What I’ve done here is isolate the URL path that is generating all these empty URLs. You can see there are 13,500 of them. What you want to do is remove all of those before you launch if you have a similar sort of issue. It’s a really simple thing to do. Firstly, you have to stop the bot getting into that part of the site and that function. Once you’ve done that, however you want to do it, either robots.txt, noindex tags, whatever it might be, then you can go and do a URL removal. You firstly need to make sure it’s noindexed and make sure Google basically can’t re-index it or re-crawl it. You could do nofollows, but that isn’t guaranteed that Google won’t re-index it because if Google finds it through another link that’s not nofollow, then it will re-index it. Similarly, you can’t just do canonicals here because depending on how the site is structured, canonicals will only work well if you are using them on pages that you are also not giving extra authority to in the site.

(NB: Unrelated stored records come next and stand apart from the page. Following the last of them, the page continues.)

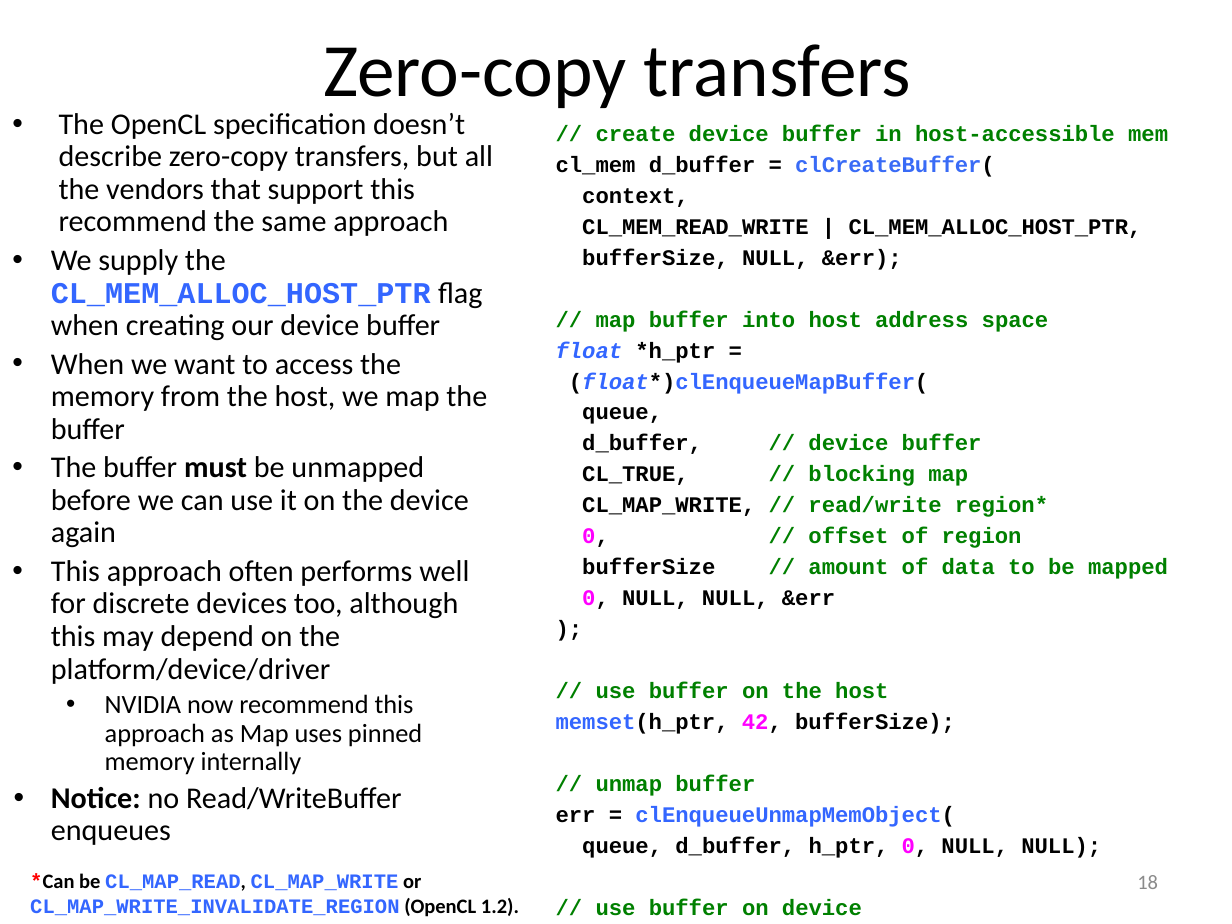
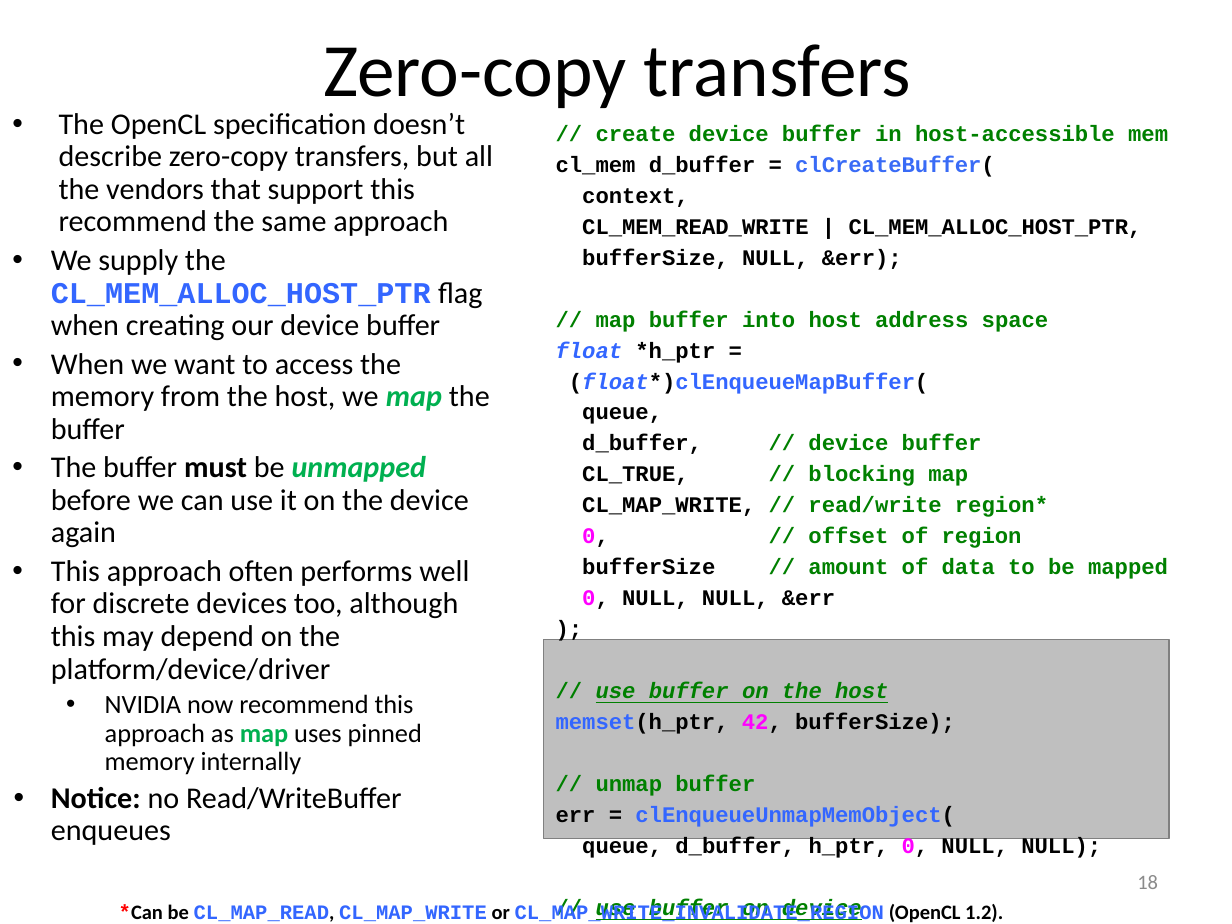
Before and after one commit to UoB-HPC/opencl-training-slides, a slide deck: slide 18 of advanced_part1.pptx. Drawn at 1232x924 pixels with LibreOffice and Linux fonts; fonts in the diff are those of the drawing. Boxes give left, top, right and bottom in pixels: in the first picture for what was removed or moved away, otherwise in the second. Text is boxed around its words. In the diff, an @@ line names an element or a change of style, - is before the commit and + after.

```diff
--- a/advanced_part1.pptx
+++ b/advanced_part1.pptx
@@ text at [51, 353, 490, 547]: text colour #000000 to #00B050, bold on, italic on in "map", "unmapped" @@
@@ rectangle added at [543, 639, 1169, 839], fill #BFBFBF, outline #808080 0.75 pt @@
@@ text at [596, 682, 888, 703]: italic on, underline on in "use buffer on the host", "use buffer on device" @@
@@ text at [105, 694, 422, 775]: text changed @@
-  • NVIDIA now recommend this approach as Map uses pinned memory internally
+  • NVIDIA now recommend this approach as map uses pinned memory internally
@@ text "*Can be CL_MAP_READ, CL_MAP_WRITE or ..." rewrapped from [30, 873, 519, 917] to [119, 904, 884, 924] @@
```
Also in this commit, not shown: 2 other slides changed.
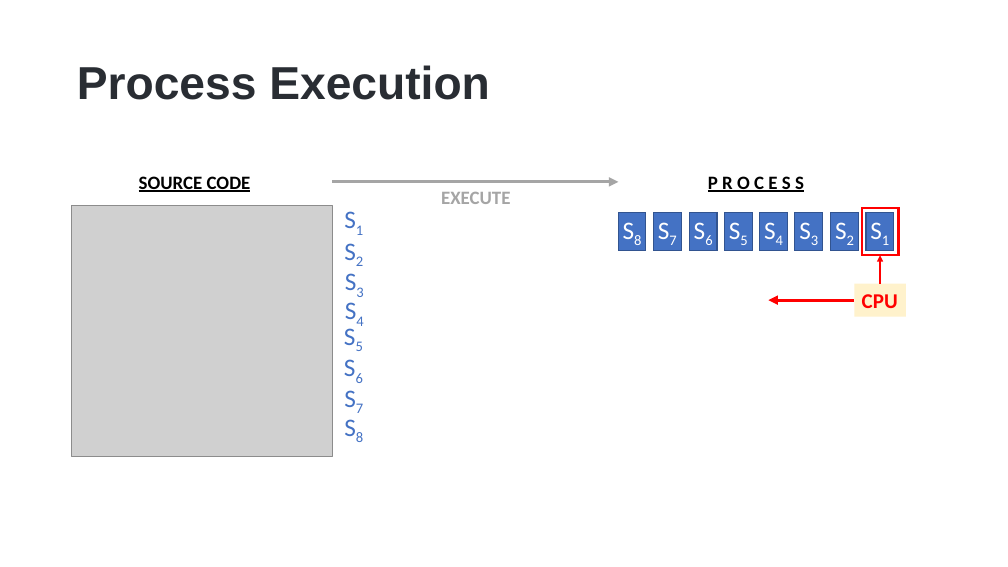
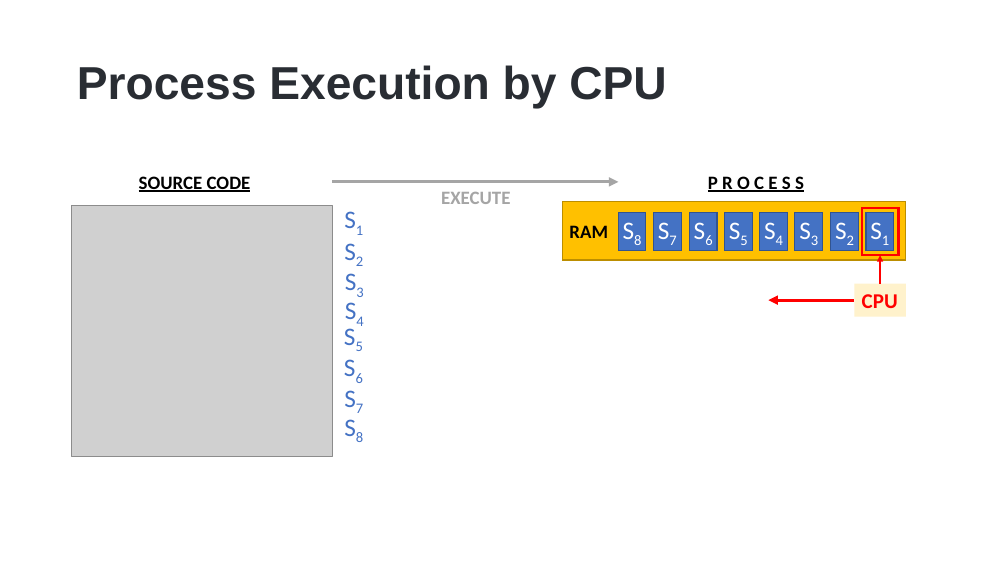
Before and after one commit to hikalkan/presentations, a slide deck: slide 5 of 2023-06-01 Dealing with Concurrency - Multi-Threading in Dotnet/Dotnet-Multi-Threading.pptx. Drawn at 1008x567 pixels with LibreOffice and Linux fonts; fonts in the diff are those of the drawing; grey boxes stand for pictures; background and template pictures are left out. Boxes give left, top, right and bottom in pixels: in the first picture for what was removed or moved away, otherwise in the second. Text is boxed around its words. In the diff, an @@ line names an element or a change of style, - is before the commit and + after.

```diff
--- a/2023-06-01 Dealing with Concurrency - Multi-Threading in Dotnet/Dotnet-Multi-Threading.pptx
+++ b/2023-06-01 Dealing with Concurrency - Multi-Threading in Dotnet/Dotnet-Multi-Threading.pptx
@@ title at [77, 65, 666, 109]: text changed @@
-Process Execution
+Process Execution by CPU
@@ rectangle added at [562, 202, 906, 260], fill #FFC000, outline #BD8E00 1 pt, 18 pt, text #000000, bold @@
+RAM
```
Also in this commit, not shown: 5 other slides changed, 1 other file.
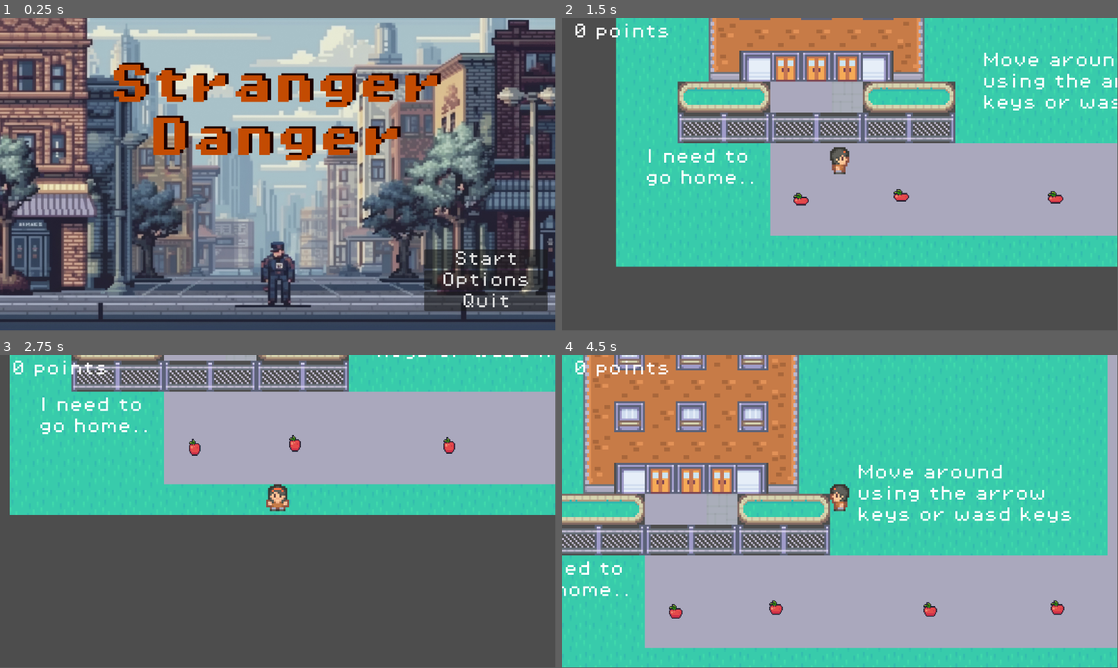
Above: before the commit, frames 1-4 (two rows, left to right).
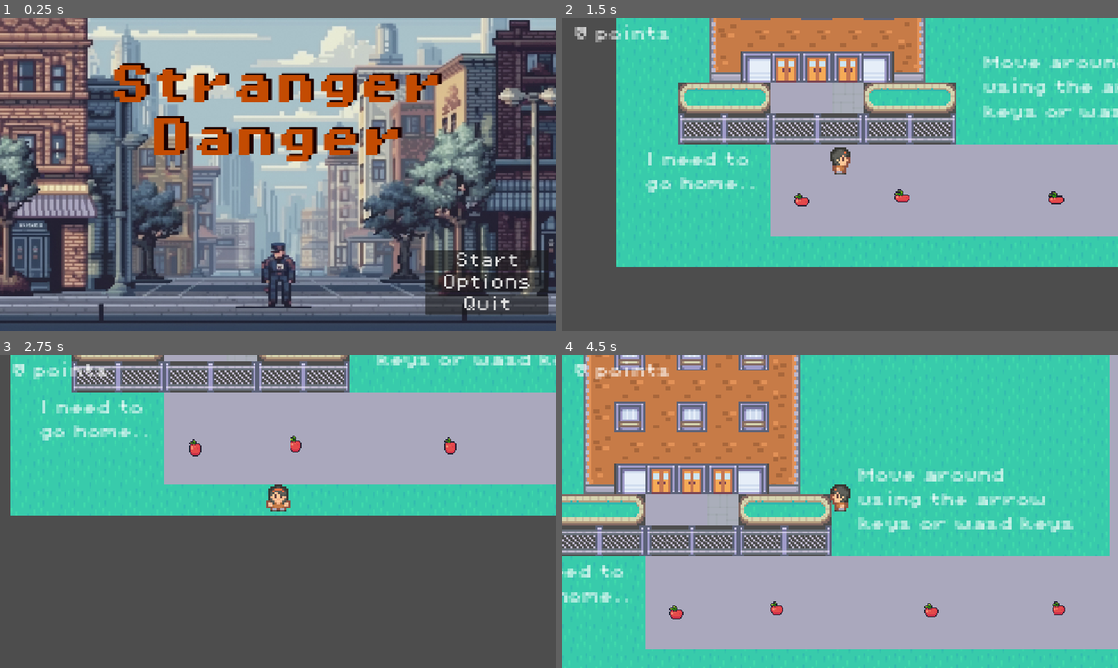
Above: after the commit, the same moments.

Repository: sapatel8/CitySafetyGame
Game: Godot game, scene res://scenes/control.tscn
The game is run twice, just before and just after one commit, with the same random seed, the same clock (stepped at 60 frames per second) and the same inputs.
Inputs:
- Up to frame 1 (0.25 s): no input
- Up to frame 2 (1.5 s): click "Start" at 0.5 s; hold D (walking_right) from 1.28 s (still down)
- Up to frame 3 (2.75 s): release D (walking_right) at 2.03 s; hold S (walking_down) from 2.03 s (still down)
- Up to frame 4 (4.5 s): release S (walking_down) at 2.78 s; hold D (walking_right) 2.78-3.53 s; hold W (walking_up) 3.53-4.28 s; hold A (walking_left) from 4.28 s (still down)
In our replay, the window is 799x449 before the commit and 800x450 after it. These sizes can differ from the game's own. Grey fills any space a smaller window leaves; there, only what the larger window draws over its background counts as a difference.

The runs differ from the first frame. In frame 1, 15% of the frame differs, in the area x 0-100%, y 0-98%; in frame 2, 8.3%; in frame 3, 4.6%; in frame 4, 10%.

Commit message:
resizing issue

Diff:
--- a/city-safety-game/project.godot
+++ b/city-safety-game/project.godot
@@ -19,6 +19,11 @@
 
 AudioManager="*res://scripts/audio_manager.gd"
 Global="*res://scripts/global_var.gd"
+
+[display]
+
+window/stretch/mode="canvas_items"
+window/stretch/aspect="keep_height"
 
 [input]
 
--- a/city-safety-game/scripts/control.gd
+++ b/city-safety-game/scripts/control.gd
@@ -1,6 +1,11 @@
 extends Control
 
 #@onready var GameManager: Node = $"../GameManager"
+
+func _ready() -> void:
+	Global.score = 0
+	Global.carHit = 0
+	Global.road = 0
 
 func _on_start_button_pressed() -> void:
 	#GameManager.start_level(0)

For instance, we’ve had clients where they’ve applied the canonical tag to a whole set of pages that were duplicates of individual products. Basically, they were pages that were sorting results differently, or listing products in a different way. Essentially, it was the same content. And so they applied canonicals to all of these, which is what Google said to do, but unfortunately, because of the way the site was designed, it ignored the canonicals. So just remember that canonicals don’t work all the time. They’re purely a suggestion for Google if you like. It’s not a directive like a noindex. It is a suggestion. The reason that Google was indexing all these pages that had been canonicaled was because they were linked to on every page of the site. So google was saying, “You’re linking to all these pages with canonicals, so they must have authority, they must be important pages on your site if you’re linking to them. Therefore we’re going to ignore that canonical tag and put them all in.”

Manual Domain Removal

So that’s all about site migration. One other thing I learnt this week too if you are doing a change of domain, moving domains, and you are doing the constant site: check on the old domain to see if the index has gone down. When you find it hovers, keep an eye on search console. When you see impressions at a point in search console where you think that’s negligible impressions. I’ll show you what I mean.
Go to your search console and go to your old domain where you will see a lovely little graph that looks horrific, as it’s meant to. It should look a little like this one.

That’s what you want to see, as it’s the old domain that we’ve moved away from. When you see the impressions get to a negligible level, so for me that was about 13 impressions, over the course of a period. That’s when I decided to do a manual removal of the entire domain. That was scary as hell! One of the concerns when you do that is whether it will remove the new domain as well because they’re linked, and there’s the change of address! It doesn’t. It’s fine.

What you don’t want to be doing is that same thing in a HTTPS migration though. If you’re looking at how many HTTP results you’ve still got left in the search results after you’ve moved to HTTPS, don’t go and manually remove the HTTP results. Because you will also manually remove your HTTPS results, because remember it’s just a protocol and you’d essentially be removing the same one. Whereas in this case it’s not, as it’s two separate domains, so you can actually remove the old domain completely when you’re happy that the impressions are down enough. It also stops you looking every day and wondering why certain pages are still indexed. It just gets rid of that out of your head.
Hopefully that’s helpful. I’ll see you back in Melbourne. Bye for now.